Is Kravitz’s outfit a dress, a huge piece of jewelry or some type of chainmail? I’m not sure, nor do I really care; I loved it. Plus, it takes some chutzpah to show up more or less naked, which I respect. My only concern is that it looks a bit uncomfortable to sit in — lots of metal to dig into your thighs — but I have no idea what gala attendees actually do once they all get inside the museum, so maybe there’s no sitting involved.

Dan Levy

Dan Levy boasts a map-based outfit.

Dan Levy boasts a map-based outfit. Image by Getty Images

Levy’s outfit was also not exactly clothing. The creator and star of the hit sitcom “Schitt’s Creek” showed up in a suit made of maps, cut to create a form of two men kissing across the middle of his chest. Inspired by American artist and AIDS activist David Wojnarowicz, Levy wanted to highlight LGBTQ love. The maps nod to the globalization of culture, or at least that’s how I read it.

Ben Platt

Ben Platt attends the Met Gala.

Ben Platt attends the Met Gala. Image by Getty Images

The Broadway star arrived in a vintage all-denim outfit. “Dear Evan Hansen,” the musical which shot Platt to fame, is soon to come out as a movie, and is perhaps responsible for Platt’s first invite to the Gala. His cowboy attire definitely felt on-theme and all-American, though I’m disappointed by the lack of a chaps component.

Ella Emhoff

Ella Emhoff in Stella McCartney.

Ella Emhoff in Stella McCartney. Image by Getty Images

The not-Jewish daughter of our Jewish Second Husband Doug Emhoff, Ella is a textiles student at the Pratt Institute in Brooklyn. She wore a red jumpsuit from Jewish designer Stella McCartney which was apparently very comfortable. It reminded me of clowns, but also Ella is a fashion student and budding model and I am distinctly not, so what do I know.

Tracee Ellis Ross

Tracee Ellis Ross poses for photographers at the Met Gala.

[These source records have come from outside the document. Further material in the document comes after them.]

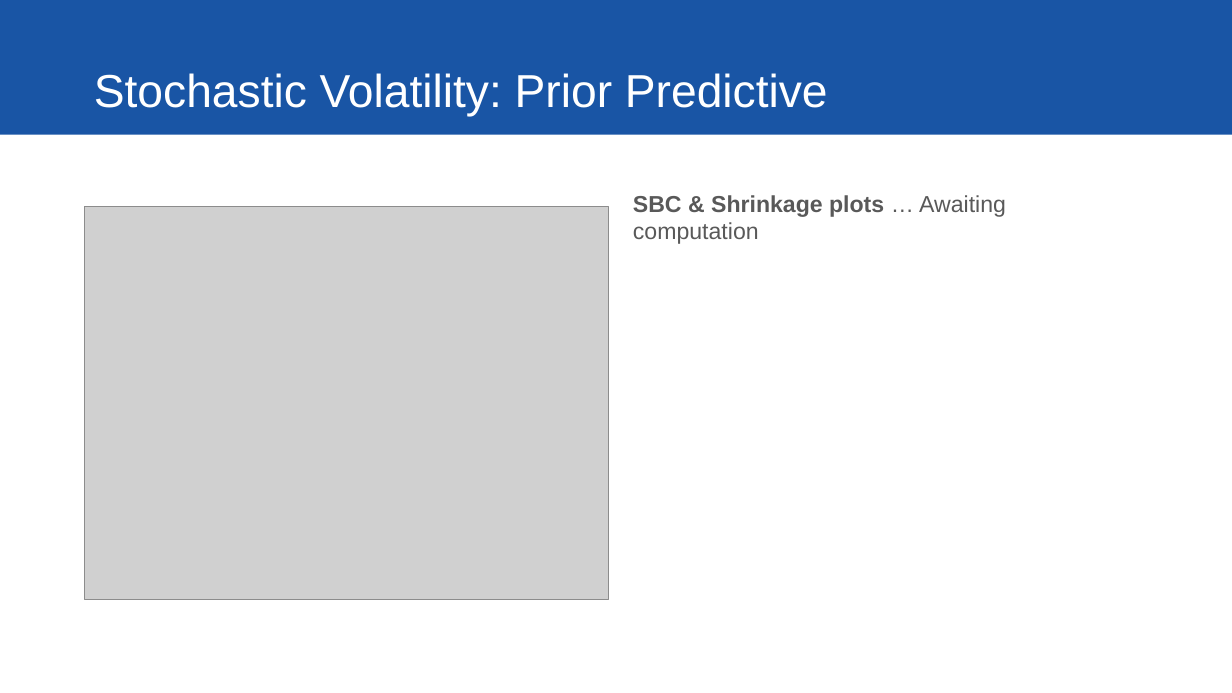
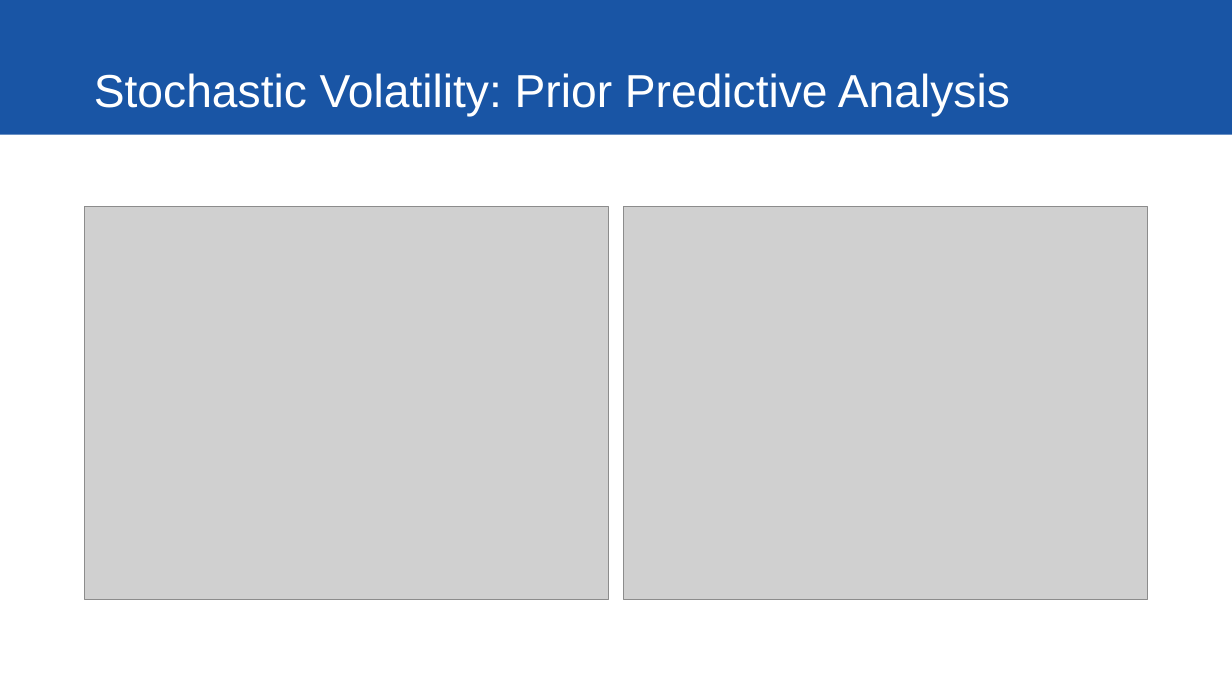
Before and after one commit to ybryan/stat685_distracted_driving, a slide deck: slide 21 of src/presentation/final_presentation.pptx (slide 12 before the commit). Drawn at 1232x693 pixels with LibreOffice and Linux fonts; fonts in the diff are those of the drawing; grey boxes stand for pictures. Boxes give left, top, right and bottom in pixels: in the first picture for what was removed or moved away, otherwise in the second. Text is boxed around its words. In the diff, an @@ line names an element or a change of style, - is before the commit and + after.

```diff
--- a/src/presentation/final_presentation.pptx
+++ b/src/presentation/final_presentation.pptx
@@ title at [94,73,1010,117]: text changed @@
-Stochastic Volatility: Prior Predictive
+Stochastic Volatility: Prior Predictive Analysis
@@ picture added at [624,207,1148,600] @@
@@ text removed at [633,195,1006,244] @@
-SBC & Shrinkage plots … Awaiting computation
```
Also in this commit, not shown: 7 other slides changed, 8 slides added, 1 slide removed, 4 other files.

Tracee Ellis Ross poses for photographers at the Met Gala. Image by Getty Images

To close out my personal list of looks, the completely ageless Tracee Ellis Ross, who is somehow 48, went for a bold, royal blue trench coat dress situation and a blunt bob. She looked like she was having a great time, and really seems to be doing the whole Met Gala thing right.